Mazzucato tweeted back: ‘Deeply honoured that the Pope has read my book… and that he agrees that the future – especially post-Covid-19 – has to see a re-prioritisation of “value” over “price”.’
Mazzucato is well known for her 2013 book The Entrepreneurial State: Debunking Public vs. Private Sector Myths. She highlighted the role that governments played in developing radical new innovations, like the internet, where government took the risks but private companies reaped the financial rewards.
Her 2018 book, The Value of Everything, critiqued neoclassical economics and argued that many large private firms have become rent-seekers, drawing excess profits from products that contribute no real value. Against neoliberal policies of small government, she argued that the state has to shape the market so that it is not captured by powerful special interests and instead works for the common good.
Her Mission Economy: A Moonshot Guide to Changing Capitalism (2021) argued that when the United States decided to land men on the moon, the government put all its available resources into achieving this goal, in cooperation with private firms. Mazzucato urged the international community likewise to prioritise critical social goals, as in the SDGs, and to mobilise resources needed to achieve them.

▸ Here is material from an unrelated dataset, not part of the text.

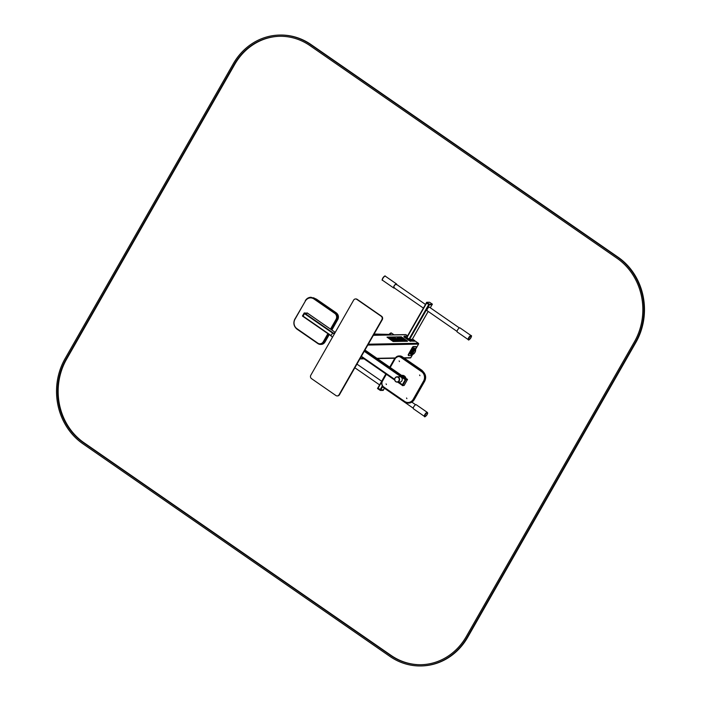 <?xml version="1.0" encoding="UTF-8"?>
<svg xmlns="http://www.w3.org/2000/svg" width="701" height="701" viewBox="0 0 701 701"><rect width="100%" height="100%" fill="white"/><g stroke="black" fill="none" stroke-linecap="round" stroke-linejoin="round"><path stroke-width="1.05" d="M373.423 335.209L405.704 334.605A0.613 0.561 88.9 0 1 406.019 334.701L407.605 335.805M414.685 340.712L418.374 343.262A0.613 0.561 88.9 0 1 418.55 344.112L415.632 349.238M412.582 354.583L410.812 357.676A0.613 0.561 88.9 0 1 410.348 357.966L404.24 358.08M310.806 375.228L353.654 300.107A2.471 2.243 88.9 0 1 356.748 299.336L381.178 316.256A2.471 2.243 88.9 0 1 381.887 319.656L339.039 394.777A2.471 2.243 88.9 0 1 335.945 395.548L311.516 378.628A2.471 2.243 88.9 0 1 310.806 375.228M355.714 298.959A2.471 2.243 88.9 0 1 357.16 299.327L381.589 316.247A2.471 2.243 88.9 0 1 382.299 319.647L339.45 394.768A2.471 2.243 88.9 0 1 337.391 395.916M399.912 382.115A2.716 2.471 88.9 0 1 399.465 382.063M399.368 376.761A2.716 2.471 88.9 0 1 399.815 376.691M398.606 382.08L402.4 384.709L405.257 379.697L364.248 351.297M399.211 376.761A2.716 2.471 88.9 0 1 401.875 380.853A2.716 2.471 88.9 0 1 399.307 382.063M364.695 350.518L405.923 379.066L406.904 379.066L364.976 350.027M397.152 382.106A2.655 2.41 -91.1 0 0 399.596 379.407A2.655 2.41 -91.1 0 0 397.116 376.796M404.486 377.392A4.013 3.645 -91.1 0 0 401.577 375.377M405.975 378.417A4.013 3.645 -91.1 0 0 402.356 375.342L401.559 375.359M374.071 334.079L391 334.885M332.94 333.028L334.342 333.956L332.791 333.01M307.616 313.259L304.453 313.592L332.502 333.01M334.929 332.94L332.773 333.203M307.651 313.268L304.733 313.277L302.928 316.396L330.916 335.753L302.955 316.405L304.453 313.592M327.893 333.65L323.24 341.799A4.32 3.926 88.9 0 1 317.833 343.148L296.917 328.664A6.782 6.169 88.9 0 1 294.963 319.305L305.382 301.044A6.782 6.169 88.9 0 1 310.482 297.881A6.782 6.169 88.9 0 1 313.882 298.924L334.798 313.408A4.32 3.926 88.9 0 1 336.042 319.367L330.495 329.084M390.86 333.518A2.865 0.999 124.7 0 0 390.825 333.536A2.865 0.999 124.7 0 0 389.844 334.412M389.213 334.403A2.962 1.034 124.7 0 1 391.149 332.931A2.962 1.034 124.7 0 1 391.412 333.001L391.789 333.264A2.962 1.034 124.7 0 1 391.815 333.282A2.962 1.034 124.7 0 0 390.895 333.492A2.962 1.034 124.7 0 0 389.87 334.412M313.487 297.759A7.404 6.73 -91.1 0 0 313.47 297.75A7.404 6.73 88.9 0 1 314.644 298.398L335.551 312.883L315.932 298.906A2.594 0.596 -150.3 0 1 314.775 298.398L313.575 297.794M313.882 298.924L314.644 298.398L314.346 298.898M302.92 316.379L302.49 315.871L304.26 312.944L307.634 313.224M334.272 334.088L332.633 332.975L330.89 335.797L332.484 337.216M416.21 346.601L413.126 346.592L412.46 347.223L408.175 354.732L408.403 355.547M415.518 349.019L416.552 346.811L413.502 346.855L408.552 354.995L408.499 355.617L411.487 355.565L412.258 354.732M391.789 333.264A2.962 1.034 124.7 0 0 391.535 333.194A2.962 1.034 124.7 0 0 389.8 334.412M387.048 337.19L393.2 341.536L407.465 341.185M398.413 340.59L394.418 337.821L393.13 337.847M397.178 340.616L394.637 338.417L398.72 340.581L394.514 337.672L392.946 337.698L396.652 340.625L397.458 340.607L394.637 338.417M402.725 340.511L400.367 339.538L401.261 339.363L398.93 338.329L399.754 338.32L398.825 337.584L397.064 337.619L401.27 340.537L403.031 340.502L400.455 339.38M400.954 339.372L398.93 338.329M399.491 338.329L397.283 337.768M396.231 340.633L393.866 339.661L394.759 339.486L392.437 338.452L393.252 338.443L392.323 337.707L390.562 337.742L394.777 340.66L396.538 340.625L393.953 339.503M394.453 339.494L392.437 338.452M392.998 338.443L390.781 337.891M404.827 340.467L401.454 337.838L400.105 337.567L404.319 340.476L405.134 340.467L404.67 340.143M404.617 340.248L402.348 338.53M402.286 338.636L400.324 337.716M397.931 339.389L395.031 337.812M399.64 340.563L394.812 337.663L399.018 340.581L399.92 340.563L397.993 339.293M391.999 339.871L389.335 337.812L388.363 337.786L392.578 340.695L393.366 340.686L390.273 338.46M390.159 338.601L388.582 337.935M393.059 340.686L392.052 339.775M403.347 340.169L400.332 337.864L399.57 337.856L399.885 338.206L403.014 340.169L401.27 338.504M401.165 338.653L399.631 337.987M405.423 340.125L401.708 337.952M400.63 340.546L397.353 338.706M392.84 339.757L389.59 337.917M407.5 341.115L401.314 336.83L387.031 337.12L393.287 341.387L407.412 341.273M402.646 338.53L405.572 340.099L402.935 338.145L401.515 337.803L402.646 338.53M398.326 339.284L400.77 340.52L398.624 338.898L397.16 338.557L398.326 339.284M391.342 339.047L392.989 339.731L390.834 338.11L389.397 337.768L391.307 339.1M390.212 367.499L395.259 358.605A4.32 3.926 88.9 0 1 400.665 357.247L421.608 371.679A6.782 6.169 88.9 0 1 423.588 381.029L413.204 399.316A6.782 6.169 88.9 0 1 408.096 402.488A6.782 6.169 88.9 0 1 404.714 401.454L383.771 387.022A4.32 3.926 88.9 0 1 382.509 381.064L386.365 374.281M419.592 375.009L419.925 375.666L419.592 375.009M399.123 360.901L399.465 361.567L399.123 360.901M386.076 383.885L386.417 384.551L386.076 383.885M406.545 397.993L406.887 398.65L406.545 397.993M399.736 355.942L401.375 356.713A4.933 4.486 88.9 0 0 398.913 355.959L395.198 358.272A4.933 4.486 88.9 0 1 398.913 355.959L399.736 355.942A4.933 4.486 88.9 0 1 402.199 356.695L421.871 370.233L423.509 372.029L422.563 371.144L422.764 371.968M400.665 357.247L401.375 356.713L422.317 371.144A7.404 6.73 88.9 0 1 424.473 381.353L424.648 381.318C426.287 377.944 425.91 374.842 423.509 372.029L423.535 372.108M397.187 382.106A2.655 2.41 -91.1 0 0 397.09 376.805A2.655 2.41 -91.1 0 0 395.785 381.695A2.655 2.41 -91.1 0 0 399.474 379.407A2.655 2.41 -91.1 0 0 397.011 376.805C394.418 377.769 394.006 379.399 395.767 381.695L397.187 382.106M407.088 379.066L405.493 379.276L402.155 385.121L402.619 385.655L404.179 385.419L407.544 379.381L405.967 379.609L402.593 385.655L402.12 385.322M407.071 379.048L407.526 379.372L407.071 379.048M459.418 327.954L429.319 307.108A2.156 0.754 -55.3 0 1 429.345 307.126M426.401 302.92L406.659 337.47L409.559 339.424L412.267 339.31M409.559 339.424L429.319 304.786L432.035 304.716L430.291 307.783L431.991 304.742M427.224 310.762A2.156 0.754 -55.3 0 1 427.04 310.709A2.156 0.754 -55.3 0 1 427.654 308.51A2.156 0.754 -55.3 0 1 429.503 307.161A2.156 0.754 -55.3 0 1 429.608 307.318M406.878 337.716L426.637 303.077L428.732 304.532L408.972 339.17M412.495 338.977L414.72 340.66L410.067 340.362L404.214 336.173L407.447 336.086M414.344 341.203L409.708 340.993L404.197 337.172L404.232 336.252M394.426 287.629A2.094 0.727 -55.3 0 1 393.901 287.682A2.094 0.727 -55.3 0 1 394.488 285.544A2.094 0.727 -55.3 0 1 396.284 284.238A2.094 0.727 -55.3 0 1 396.424 284.746M394.269 287.945A2.471 0.859 -55.3 0 1 393.69 287.988A2.471 0.859 -55.3 0 1 394.383 285.473A2.471 0.859 -55.3 0 1 396.494 283.931A2.471 0.859 -55.3 0 1 396.661 284.492M426.637 302.333L426.445 302.946L429.214 304.786L432.088 304.733L432.298 304.085L429.538 302.236L426.655 302.297L429.511 304.269L432.412 304.208M471.125 335.613L460.005 327.91A2.471 0.859 124.7 0 0 458.323 328.883A2.471 0.859 124.7 0 0 457.192 331.967L468.312 339.67C468.522 341.562 472.886 335.341 471.125 335.613A2.471 0.859 124.7 0 0 469.451 336.585A2.471 0.859 124.7 0 0 468.312 339.67M413.231 408.192L383.132 387.346A2.156 0.754 124.7 0 0 383.158 387.373M383.465 389.809L380.757 389.922L377.795 387.951L377.585 388.608L380.354 390.448L383.228 390.396L383.552 389.861L380.652 389.931L377.778 387.96M383.114 386.917A2.156 0.754 124.7 0 0 383.237 387.504A2.156 0.754 124.7 0 0 383.421 387.557M427.479 412.696A2.471 0.859 124.7 0 0 427.321 412.398L416.201 404.696A2.471 0.859 124.7 0 0 414.089 406.238A2.471 0.859 124.7 0 0 413.388 408.753L424.517 416.455C424.447 418.199 428.285 413.476 427.61 412.898L427.321 412.398A2.471 0.859 124.7 0 0 425.209 413.94A2.471 0.859 124.7 0 0 424.517 416.455M420.872 665.95L421.38 665.941A61.688 56.071 -91.1 0 0 467.76 637.183L635.938 342.333A61.688 56.071 -91.1 0 0 618.159 257.249L311.042 44.557A61.688 56.071 -91.1 0 0 280.128 35.05L279.62 35.059A61.688 56.071 -91.1 0 0 233.24 63.817L65.062 358.667A61.688 56.071 -91.1 0 0 82.841 443.751L389.958 656.443A61.688 56.071 -91.1 0 0 420.872 665.95A61.688 56.071 -91.1 0 0 467.243 637.191L635.421 342.342A61.688 56.071 -91.1 0 0 617.651 257.258L310.525 44.566A61.688 56.071 -91.1 0 0 279.62 35.059M421.099 664.714A60.452 54.95 88.9 0 1 391.07 655.391L83.945 442.699A60.452 54.95 88.9 0 1 66.525 359.315L234.704 64.466A60.452 54.95 88.9 0 1 279.901 36.286M390.553 655.4L83.437 442.708A60.452 54.95 88.9 0 1 66.008 359.324L234.187 64.474A60.452 54.95 88.9 0 1 279.638 36.294A60.452 54.95 88.9 0 1 309.93 45.609L617.055 258.301A60.452 54.95 88.9 0 1 634.475 341.685L466.296 636.534A60.452 54.95 88.9 0 1 420.845 664.714A60.452 54.95 88.9 0 1 390.553 655.4L391.07 655.391M373.361 335.315L406.019 334.701M368.297 344.2L418.374 343.262M367.806 345.067L418.55 344.112M360.069 358.623L363.661 358.561M376.936 358.307L395.329 357.966M403.846 357.808L410.812 357.676M394.637 379.329L361.392 356.31M406.843 379.048L364.967 350.044M402.129 385.173L397.686 382.098M394.689 380.021L361.12 356.774M333.106 333.08L334.824 333.124M304.786 313.277L333.115 332.896M303.025 316.09L331.056 335.507M307.564 313.224L335.244 332.388M334.798 313.408L335.551 312.883A4.933 4.486 88.9 0 1 336.979 319.691L337.698 319.674L331.81 329.996M336.042 319.367L336.979 319.691L331.301 329.645M323.24 341.799L324.905 342.106A4.933 4.486 88.9 0 1 321.189 344.41L320.471 344.419A4.933 4.486 88.9 0 1 318 343.656L317.921 343.21M336.392 312.953L336.27 312.865A4.933 4.486 88.9 0 1 337.698 319.674L331.853 330.031M329.207 334.561L324.975 341.983M328.69 334.211L324.177 342.123A4.933 4.486 88.9 0 1 320.471 344.419L317.921 343.639L297.014 328.725M317.877 343.578L297.005 329.155C293.754 326.386 293.036 323.003 294.867 318.999L295.007 319.235M296.961 329.093A7.404 6.73 88.9 0 1 296.059 328.305A7.404 6.73 88.9 0 1 296.05 328.296M294.955 318.964L305.417 300.974M305.364 300.711L305.277 300.738C306.609 298.547 308.493 297.382 310.929 297.259L315.8 298.828A0.867 0.526 -70.8 0 0 315.66 298.81M315.932 298.906A0.867 0.526 -70.8 0 0 315.8 298.828L316.808 299.388M316.694 299.309L336.349 312.891C338.522 314.731 338.995 316.983 337.777 319.638M304.733 313.277L304.26 312.944M304.514 313.487L304.041 313.154M302.963 316.195L302.49 315.871M335.244 332.379L307.143 312.891M334.85 333.071L332.738 333.01M412.985 354.32L411.732 354.837L410.453 354.145A3.575 1.244 -55.3 0 1 411.224 350.859A3.575 1.244 -55.3 0 1 414.221 348.178A3.575 1.244 -55.3 0 1 414.528 348.266L415.623 349.212L415.579 350.57M411.215 354.671A3.575 1.244 -55.3 0 1 411.986 351.394A3.575 1.244 -55.3 0 1 414.983 348.704A3.575 1.244 -55.3 0 1 415.29 348.791M412.828 354.382A3.146 1.095 -55.3 0 1 412.013 352.612A3.146 1.095 -55.3 0 1 415.15 349.335A3.146 1.095 -55.3 0 1 415.588 350.404M415.132 349.466A3.023 1.051 -55.3 0 1 415.597 350.132L415.57 350.763A2.418 0.841 -55.3 0 1 414.72 352.752A2.418 0.841 -55.3 0 1 413.161 354.242A2.418 0.841 -55.3 0 1 412.88 352.55A2.418 0.841 -55.3 0 1 415.194 350.228A2.418 0.841 -55.3 0 1 415.57 350.763L415.053 352.261L412.582 354.487A3.023 1.051 -55.3 0 1 412.232 352.375A3.023 1.051 -55.3 0 1 415.132 349.466M415.132 350.535A2.112 0.736 -55.3 0 1 414.361 353.208A2.112 0.736 -55.3 0 1 412.836 353.234A2.112 0.736 -55.3 0 1 415.132 350.535M390.895 332.984A2.839 0.99 124.7 0 0 389.125 334.395M421.608 371.679L422.563 371.144A2.471 0.561 -150.4 0 1 422.265 370.671L421.809 370.216M413.204 399.316L414.195 399.631A7.404 6.73 88.9 0 1 408.622 403.101A7.404 6.73 88.9 0 1 408.569 403.101M423.588 381.029L424.473 381.353L414.098 399.64A7.404 6.73 88.9 0 1 408.525 403.101A7.404 6.73 88.9 0 1 404.827 401.971L404.792 401.507M404.722 401.901L383.85 387.075M383.78 387.46A4.933 4.486 88.9 0 1 382.387 380.836M423.439 372.003A7.404 6.73 88.9 0 1 424.578 381.353L414.273 399.605C412.942 401.804 411.058 402.97 408.622 403.101L404.757 401.953L383.815 387.522C381.642 385.681 381.16 383.429 382.369 380.757L386.181 374.159M390.028 367.377L395.136 358.377M378.076 388.214L386.12 374.115L382.544 381.011M389.984 367.35L395.294 358.544M421.914 370.286L402.304 356.774M422.265 370.671A0.736 0.71 -5.2 0 1 422.633 371.171M424.648 381.318L414.256 399.526M395.793 381.546A2.471 2.243 -91.1 0 0 399.228 379.556A2.471 2.243 -91.1 0 0 395.934 377.269A2.471 2.243 -91.1 0 0 395.793 381.546M405.493 379.276L405.967 379.609M405.713 379.066L406.186 379.399M402.155 385.121L402.637 385.454M412.232 339.38L428.171 311.419M410.067 340.362L409.708 340.993M410.944 340.756L410.584 341.378M404.547 336.55L404.197 337.172M414.641 340.686L414.291 341.308M393.69 287.988L382.562 280.286A2.471 0.859 -55.3 0 1 383.263 277.771A2.471 0.859 -55.3 0 1 385.375 276.229L396.494 283.931M382.404 279.69A2.094 0.727 -55.3 0 1 383.088 277.64A2.094 0.727 -55.3 0 1 384.761 276.29M432.088 304.733L432.386 304.216M429.214 304.786L429.511 304.269M428.916 304.663L429.214 304.138M426.445 302.946L426.743 302.429M469.775 336.944A2.094 0.727 124.7 0 0 468.978 339.608A2.094 0.727 124.7 0 0 471.256 336.962A2.094 0.727 124.7 0 0 469.775 336.944M382.728 386.47L380.757 389.922M384.376 388.214L383.429 389.879M394.838 358.255L389.747 367.184M385.883 373.948L377.9 387.951M382.334 385.865L380.17 389.668M391.281 365.063L389.984 367.342M427.531 413.152A2.094 0.727 124.7 0 0 425.411 414.51A2.094 0.727 124.7 0 0 425.673 416.219A2.094 0.727 124.7 0 0 427.531 413.152M383.526 389.87L383.228 390.396M377.778 387.986L377.497 388.477M377.883 388.082L377.585 388.608M380.354 389.8L380.056 390.317M380.652 389.931L380.354 390.448M467.76 637.183L467.243 637.191M635.938 342.333L635.421 342.342M618.159 257.249L617.651 257.258M311.042 44.557L310.525 44.566M83.945 442.699L83.437 442.708M66.525 359.315L66.008 359.324M234.704 64.466L234.187 64.474M359.911 358.912L364.056 358.833M377.331 358.579L395.154 358.246M402.12 385.2L397.642 382.098M394.698 380.056L361.111 356.791M400.262 376.744L397.143 376.796M400.359 382.045L397.239 382.106M374.097 334.026L390.247 334.421M391.833 333.299L394.041 334.824M329.251 334.596L324.984 342.07L321.189 344.41M302.928 316.396L302.455 316.072M389.116 334.395L391.412 333.001M406.659 337.47L426.374 302.893M412.276 339.363L428.206 311.437M404.214 336.173L403.864 336.795M414.72 340.66L414.361 341.282M425.489 304.462L396.284 284.238M457.026 331.407L426.927 310.561M423.404 308.116L393.901 287.682M382.562 280.286C380.713 280.759 385.007 274.477 385.375 276.229M426.339 302.823L426.637 302.306M384.402 388.231L383.473 389.852M394.803 358.255L389.721 367.166M385.857 373.931L377.857 387.968M354.855 367.771L379.6 384.902M356.94 364.108L381.686 381.248M411.855 402.137L415.614 404.749"/></g></svg>

Francis does not claim to be an economist, but he is appealing to Mazzucato, other economists and people of good will everywhere to work collaboratively in shaping a world where everyone has the opportunity and resources to lead a more fulfilling life.
Bruce Duncan is a Redemptorist priest and an emeritus lecturer in areas of social justice at Yarra Theological Union in Melbourne. He is former editor of Social Policy Connections.